It’s very apparent to me that we live in a world that is ruled by our emotions. Every commercial, every book, movie, song speaks to us on an emotional level. It’s funny because we think about ourselves as these rational, logical beings. We take great pride in being able to think on a greater intellectual level. The truth is, we are ruled and swayed by our emotions. It takes great work for a person to reach a level of consciousness to see your emotions from far away and control them. Because since your birth, you are getting exposed to a huge range of emotions.
Children are getting feminized at an extreme rate
Now everything I will write here, will be very controversial especially to women, but it’s how I look at things and how I experienced it, which shaped my opinion. I will write about this topic from a male perspective, since I am male, I will touch the female perspective as well, which isn’t from personal experience, so there will be more room for error.

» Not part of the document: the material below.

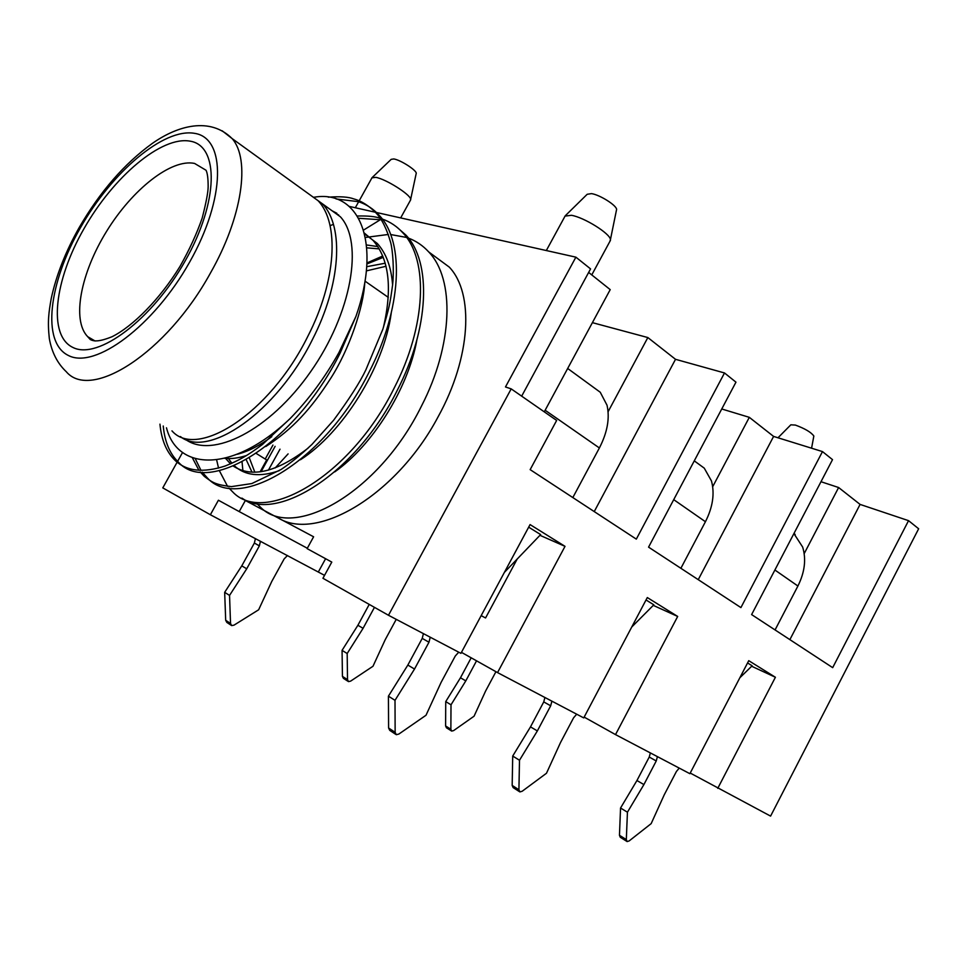 <?xml version="1.0" encoding="UTF-8"?>
<svg xmlns="http://www.w3.org/2000/svg" width="967" height="967" viewBox="0 0 967 967"><rect width="100%" height="100%" fill="white"/><g stroke="black" fill="none" stroke-linecap="round" stroke-linejoin="round"><path stroke-width="1.45" d="M275.124 446.343L261.102 471.691M268.415 470.143L280.007 449.184M255.421 538.571L254.369 543.043L259.361 545.871L260.449 541.242M259.361 545.871L246.718 568.801L229.542 595.418L230.533 623.461L231.657 625.601L234.026 625.141L258.636 609.79L271.703 581.578L284.153 558.926L287.453 555.517M254.369 543.043L241.786 565.852L246.718 568.801M241.786 565.852L224.67 592.336L229.542 595.418M224.67 592.336L225.686 620.27L230.533 623.461M225.686 620.27L226.81 622.397L231.113 625.238M374.459 607.349L363.072 628.32L347.177 653.523L347.528 679.644L348.483 681.614L350.622 681.131L372.984 666.263L385.241 639.658L396.24 619.339M369.237 604.411L357.899 625.274L363.072 628.32M357.899 625.274L342.064 650.356L347.177 653.523M342.064 650.356L342.439 676.38L347.528 679.644M342.439 676.38L343.394 678.338L348.072 681.336M483.826 617.055L481.191 615.592M567.677 368.475L600.253 392.251L607.022 405.221C609.947 418.143 607.409 432.382 599.383 447.963L572.827 497.57M600.253 392.251L592.892 386.885M504.387 572.379L540.65 534.594L528.671 527.16M423.413 633.627L422.228 638.389L428.973 642.221L430.23 637.205M428.973 642.221L414.517 669.043L395.007 700.338L395.14 732.321L396.301 734.702L398.875 734.05L426.012 715.254L441.085 682.424L455.3 655.977L458.733 652.193M422.228 638.389L407.844 665.066L414.517 669.043M407.844 665.066L388.42 696.167L395.007 700.338M388.42 696.167L388.601 728.006L395.14 732.321M388.601 728.006L389.749 730.375L395.708 734.328M694.27 460.86L704.254 468.149L711.458 480.925C714.843 493.484 712.836 507.083 705.439 521.721L680.889 568.294M704.254 468.149L696.736 462.661M631.765 626.991L653.837 604.81L646.041 599.975M544.904 697.485L543.756 701.909L550.682 705.801L551.891 701.16M550.682 705.801L537.362 730.919L519.497 760.255L518.916 789.761L519.871 791.925L522.168 791.26L546.488 773.249L560.497 742.571L573.6 717.78L576.707 714.202M543.756 701.909L530.496 726.882L537.362 730.919M530.496 726.882L512.715 756.049L519.497 760.255M512.715 756.049L512.172 785.422L518.916 789.761M512.172 785.422L513.126 787.585L519.436 791.647M793.907 533.591L802.646 547.032C806.357 559.216 804.774 572.21 797.908 586.026L775.063 629.94M795.152 534.485L794.004 533.397M739.864 677.746L752.145 665.792L747.564 662.951M650.356 752.918L649.244 757.04L656.242 760.969L657.415 756.629M656.242 760.969L643.901 784.575L627.438 812.207L626.314 839.586L627.112 841.58L629.166 840.915L651.166 823.63L664.244 794.814L676.404 771.497L679.245 768.1M649.244 757.04L636.939 780.526L643.901 784.575M636.939 780.526L620.548 808.013L627.438 812.207M620.548 808.013L619.46 835.283L626.314 839.586M619.46 835.283L620.27 837.265L626.773 841.363M813.755 436.431L813.839 436.02C811.168 432.285 805.028 428.647 795.418 425.081L790.837 424.815L778 437.785M616.378 210.48L616.608 209.404C616.45 205.294 599.83 194.826 591.502 193.618L587.187 194.282L565.622 215.423M609.899 241.387L610.443 239.598C610.177 233.615 584.177 217.382 571.412 215.29L564.921 216.112M416.1 173.951L416.257 173.214C416.161 169.95 400.253 159.833 393.774 158.951L391.176 159.35L372.319 177.396M410.298 200.495L410.673 199.299C410.504 194.56 385.652 178.907 375.752 177.348L371.836 177.855M159.954 424.15C161.453 439.961 166.505 452.048 175.112 460.413C186.558 471.292 203.263 473.141 225.226 465.973C239.526 460.219 247.818 455.433 262.504 444.409L290.076 418.626C308.824 399.395 325.142 377.323 339.006 352.435L355.965 316.354L340.106 353.148C294.766 444.433 208.485 495.974 178.496 462.25C169.817 453.898 164.728 441.81 163.242 426M324.537 575.341L210.371 514.746L162.782 487.888L177.432 461.67M804.181 553.632L838.619 487.525L860.086 504.411L908.545 520.657L918.65 528.768L770.59 816.112L690.22 773.044M717.756 788.347L775.401 677.263L748.748 660.679L689.882 773.697L615.52 734.606L584.153 717.103M615.52 734.606L677.686 616.45L647.31 597.558L583.742 717.901L497.546 672.597L461.452 652.35M497.546 672.597L565.018 546.343L530.061 524.585L460.921 653.341L388.48 615.266L322.942 578.278L331.79 562.093L307.119 548.627L313.61 536.782L245.352 500.507L239.212 511.591L218.409 500.241L210.371 514.746M325.601 558.708L318.385 571.884M239.212 511.591L307.325 548.253M275.232 467.919L288.106 453.886M712.691 486.715L749.316 417.333L773.6 436.419L822.482 451.589L740.915 607.59L648.567 547.141L735.96 382.158L724.501 372.96L636.322 539.127L530.158 469.636L556.654 420.44L511.192 388.879L388.48 615.266M511.192 388.879L505.475 386.957L575.885 257.162L349.196 206.382M182.582 452.435L177.59 461.38M248.579 449.014L248.531 450.38M382.739 256.013L366.977 262.927M278.387 518.058C317.031 542.016 396.796 494.923 438.075 416.862C471.098 357.27 474.277 293.352 449.28 267.11L433.397 255.373M241.955 452.266L241.931 452.907M241.895 456.859L241.919 458.249M242.052 461.984L242.898 470.699M256.799 503.517L260.135 506.841C292.421 541.037 378.472 493.617 421.479 406.067C453.1 344.82 455.058 279.245 428.719 251.928C422.954 245.618 416.185 241.013 408.425 238.1M386.014 266.288L366.384 270.881M249.329 457.899L254.829 472.21M334.727 471.896C372.102 445.666 407.929 389.338 416.874 339.997M379.245 248.882L366.771 247.842M228.43 458.551L231.923 463.278M234.207 465.707L234.328 465.768C245.098 475.667 260.063 477.311 279.209 470.687M300.459 459.736C341.98 433.458 383.875 367.581 391.2 313.32M392.602 285.011C391.284 267.085 386.171 253.233 377.251 243.43L364.632 233.929M383.258 257.343L366.916 263.955M406.575 237.447L390.632 234.534M388.335 234.461L365.405 237.459M216.632 459.893L218.542 468.088M219.34 470.651L227.608 486.413M228.889 487.984L232.576 491.792C264.124 525.843 350.284 477.057 394.077 388.25C426.217 326.109 428.865 260.026 402.888 232.866C397.062 226.435 390.185 221.83 382.243 219.013M224.791 458.334C231.101 459.059 238.365 458.116 246.585 455.505M265.78 446.536C292.735 429.155 311.314 408.533 330.509 378.641C349.172 349.861 363.592 307.022 364.777 282.545M338.704 214.988L336.335 213.864M380.345 218.385C375.945 216.548 368.27 215.75 357.331 216.016M192.336 457.705L198.936 470.313M200.217 471.981L204.267 476.332C212.825 482.859 215.581 484.672 231.391 486.631L251.819 483.56L281.059 469.515C290.704 463.036 300.979 454.683 311.906 444.469L333.627 420.234C349.196 399.117 359.942 382.34 365.852 369.89L382.859 329.191C389.399 307.071 389.906 304.387 392.638 284.636C394.173 269.624 392.807 250.707 390.692 242.644C386.873 229.227 382.086 219.412 376.308 213.236C369.043 205.778 361.585 201.027 353.922 198.96C348.591 196.893 340.058 196.301 328.309 197.171M166.481 427.813C177.408 470.881 232.213 473.6 290.076 418.626M355.965 316.354C382.086 241.883 359.18 189.919 314.698 197.135M314.505 197.159L313.405 197.304M185.362 439.296C212.244 459.216 269.588 430.557 310.528 371.872C351.734 313.429 363.93 242.258 340.372 216.777L327.45 207.446M304.279 190.704L318.034 200.653C339.828 223.474 336.153 281.204 307.905 336.178C269.503 414.347 196.664 459.555 171.969 430.871M180.394 436.552C207.663 458.938 276.211 413.235 312.595 339.224C340.783 284.383 344.337 226.713 322.482 203.868L308.691 193.896M237.302 454.26C248.108 451.492 259.615 445.63 271.812 436.661M336.867 213.284L332.056 210.77M385.204 263.217L366.747 266.687M246.222 459.712L252.012 472.174M377.819 246.561L366.505 244.965M225.589 458.406L230.545 463.882M233.313 466.094C251.831 478.194 276.755 472.21 308.086 448.144M383.355 327.656C392.578 288.118 389.145 259.023 373.044 240.384L364.438 233.144M396.651 226.979L405.898 235.078C431.923 262.25 429.36 328.272 397.268 390.33C356.327 473.214 276.78 523.074 241.907 498.102M330.085 225.662L333.422 224.356M358.66 218.288L380.321 219.727M336.141 198.96L358.467 201.668C366.553 204.388 373.54 209.005 379.39 215.52C405.028 242.524 401.752 309.065 369.128 372.029C324.622 461.984 238.39 512.027 207.554 478.121L202.248 472.174M201.003 470.397L195.249 458.66M265.333 458.829L272.948 445.074M544.276 411.845L610.213 289.629L588.649 272.428M608.086 411.737L647.842 337.556L675.522 359.313L724.501 372.96M592.396 322.652L647.842 337.556M721.757 408.981L749.316 417.333M908.545 520.657L832.684 667.653L751.613 614.589L832.514 459.639L822.482 451.589M820.983 481.711L838.619 487.525M789.882 639.634L860.086 504.411M565.018 546.343L539.961 535.319M517.176 559.059L485.567 617.961L481.155 615.653M521.672 396.156L590.559 268.899L575.885 257.162M594.246 511.579L675.522 359.313M698.247 579.656L773.6 436.419M775.401 677.263L751.661 666.251M677.686 616.45L653.269 605.378M248.579 449.184L249.776 449.836M256.255 453.463L266.674 459.954M495.938 671.69L485.615 691.006L474.072 716.196L453.632 730.593L451.686 731.088L450.864 729.263L451.009 704.81L465.804 680.877L460.473 677.77L445.739 701.595L445.606 725.963L446.428 727.776L451.347 730.871M460.473 677.77L471.183 657.802M445.606 725.963L450.864 729.263M451.009 704.81L445.739 701.595M465.804 680.877L476.55 660.812M599.383 447.963L545.134 410.238M705.439 521.721L673.721 499.649M797.908 586.026L774.893 570.01M95.129 341.013L87.707 336.697L90.245 339.514C93.787 341.363 98.549 342.113 112.003 336.746C132.733 326.447 159.785 299.371 179.959 266.469C189.399 249.788 196.821 233.615 202.224 217.938C206.189 202.405 208.159 191.962 208.147 186.619C208.159 178.593 207.458 173.141 206.056 170.265L194.585 163.435C171.28 158.479 132.358 189.411 106.672 231.198C80.805 272.887 71.51 320.125 87.707 336.697L92.3 340.191M380.986 219.316L363.58 230.061M222.144 130.775L232.092 138.559C250.526 159.253 242.524 216.753 210.455 273.008C166.675 352.979 90.91 401.172 66.252 371.691C57.44 363.399 51.795 352.363 49.329 338.607C47.419 321.092 48.785 312.486 51.215 298.549C56.231 275.281 65.563 251.589 79.221 227.499M80.612 227.438C112.16 171.896 163.689 127.813 194.597 133.349C225.988 137.906 225.903 198.162 189.653 262.069C153.813 326.133 94.984 369.515 68.439 355.505C41.291 342.475 48.713 282.848 80.612 227.438M72.984 347.491C97.8 360.207 152.182 319.859 185.301 260.691C218.808 201.656 219.183 145.679 190.148 141.17C161.586 135.755 113.502 176.707 84.069 228.538C54.321 280.249 47.625 335.67 72.984 347.491M388.275 297.365L365.018 281.143M178.496 462.25L175.112 460.401M340.372 216.777L232.092 138.559C210.069 116.729 177.831 125.42 152.218 143.491C124.465 163.592 100.181 191.502 79.391 227.209M229.892 463.29L230.775 463.785M373.044 240.384L377.263 243.418M449.28 267.11L428.719 251.928M405.898 235.078L402.888 232.854M207.542 478.121L204.267 476.332M379.402 215.52L376.308 213.236M355.312 207.748L358.66 201.74M359.156 200.846L371.727 178.242M416.257 173.214L410.673 199.299M400.664 217.913L410.709 199.758M546.319 250.538L564.728 216.717M616.608 209.404L610.443 239.598M591.768 274.918L610.479 240.312M813.839 436.02L811.579 448.204M266.747 459.845L260.111 471.823"/></g></svg>

I was raised in a household that was dominated by females. My parents divorced when I was 7 years old or so, so my younger sister and I lived with our mother and grandparents. Mother worked all around the clock the majority of my childhood to provide for us, so we spent the majority of our time with our grandmother, which I consider my second mother. Grandmother was and still is the head of the household, in the majority of the decisions she has the last say. My grandfather is a strict man, very stubborn and in certain facets very dominant about his views. But he was, the same as me raised by his mother, he lost his father at a early age. A little background on my father, he was not much around when I was young, funny thing is he also was raised in a household where his mother was the head of the household.
Anyways this was a some context, now what is my point? The point is following. First off let me say that I owe a huge part of my personality and values to my grandparents, which I love and respect with all of my heart. My grandmother, showed me how important it is to respect people, show compassion, be charitable, humility and to always help a person in need, no matter what. My grandfather showed me the value of hard work, taking responsibility, patience and taking care of your family. All these values are in general if we take a spectrum of feminine and masculine on the feminine spectrum. To add to that, the dominating personalities were always feminine, so that means the feminine values are even more subjected.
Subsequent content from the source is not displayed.